START INPUT FOR THIS TASK

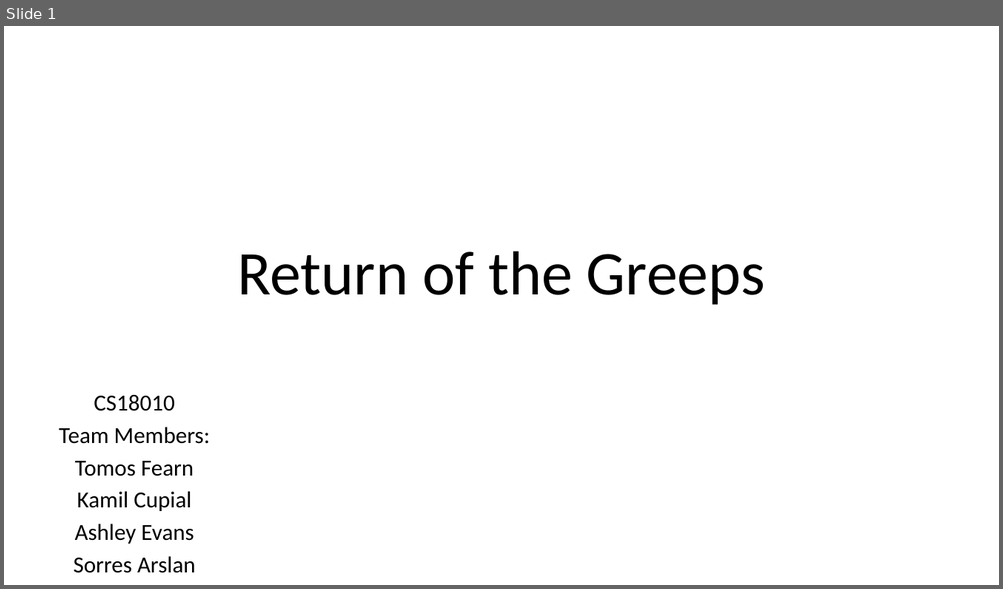
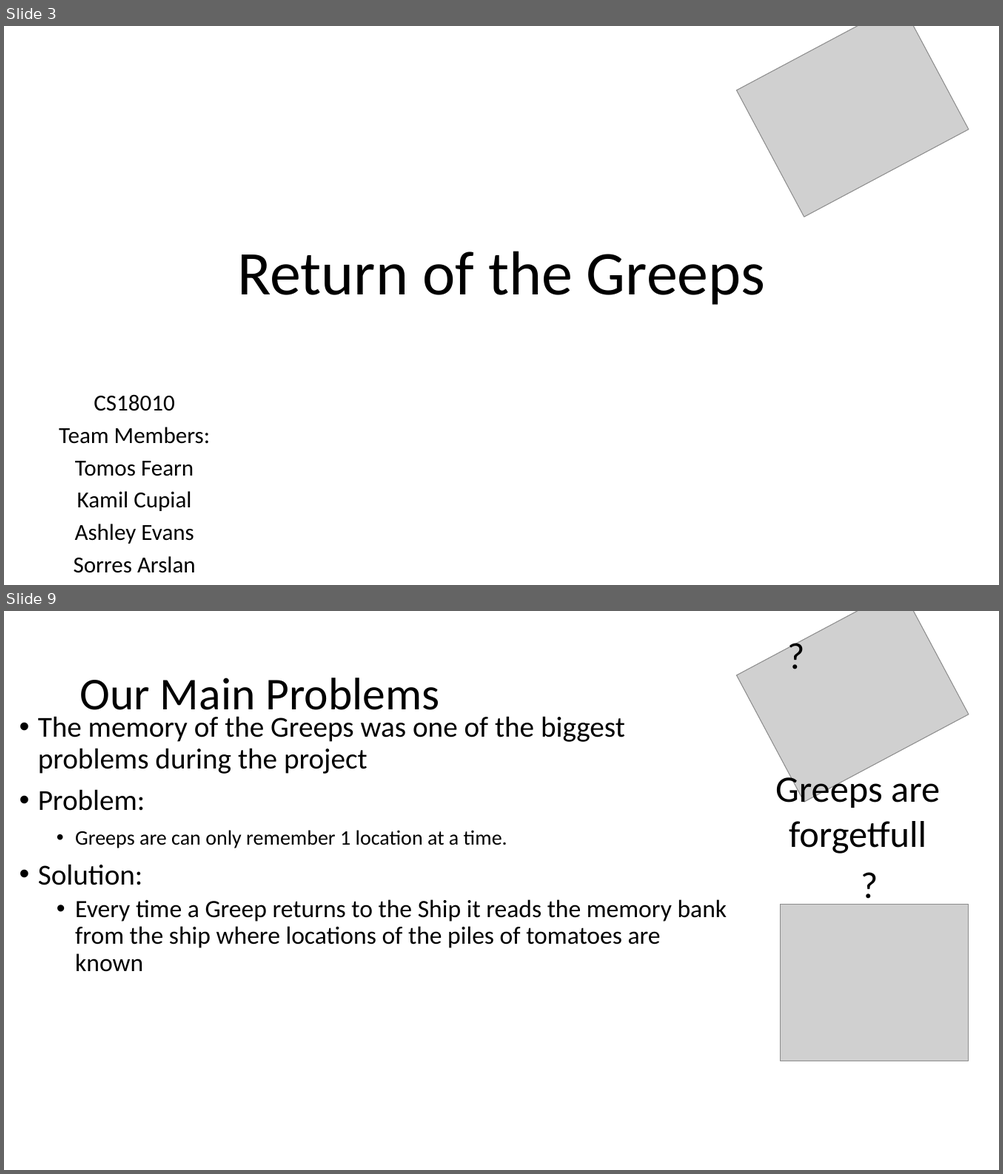
Before and after one commit to tomosfearn/cs18010-presentation, a slide deck: cs18010-presentation-slides.pptx. Shown one above the other, each under a label of ours: slide 1 before the commit, slides 3 and 9 after it; the slides between them are not shown. The pictures are 1003x589 and 1003x1174 pixels, drawn with LibreOffice and Linux fonts; fonts in the diff are those of the drawing; grey boxes stand for pictures. Boxes give left, top, right and bottom in pixels: in the first picture for what was removed or moved away, otherwise in the second. Text is boxed around its words. In the diff, an @@ line names an element or a change of style, - is before the commit and + after.

```diff
--- a/cs18010-presentation-slides.pptx
+++ b/cs18010-presentation-slides.pptx
@@ slide 9 added at (4,611,999,1170), background #FFFFFF @@
@@ picture added at (736,611,968,803) @@
@@ text added at (753,628,839,681), 36 pt, text #000000 @@
+?
@@ title added at (79,678,439,721), 44 pt, text #000000 @@
+Our Main Problems
@@ text added at (38,716,727,972), 24 pt, text #000000 @@
+• The memory of the Greeps was one of the biggest problems during the project
+• Problem:
+    • Greeps are can only remember 1 location at a time.
+• Solution:
+  • Every time a Greep returns to the Ship it reads the memory bank from the ship where locations of the piles of tomatoes are known
@@ text added at (775,772,939,854), 36 pt, text #000000 @@
+Greeps are forgetfull
@@ text added at (826,858,912,911), 36 pt, text #000000 @@
+?
@@ picture added at (780,904,969,1061) @@
@@ what was slide 1 is now slide 3 @@
@@ slide 3 changed as well @@
@@ picture added at (736,26,968,218) @@
```
Also in this commit, not shown: 10 other slides added, 1 slide removed.

END INPUT FOR THIS TASK

§ **EXERCISE DIRECTIONS**: Find every line in the records that uses the string "time", then copy it.

§ **ANSWER TO THE PROBLEM**:
+    • Greeps are can only remember 1 location at a time.
+  • Every time a Greep returns to the Ship it reads the memory bank from the ship where locations of the piles of tomatoes are known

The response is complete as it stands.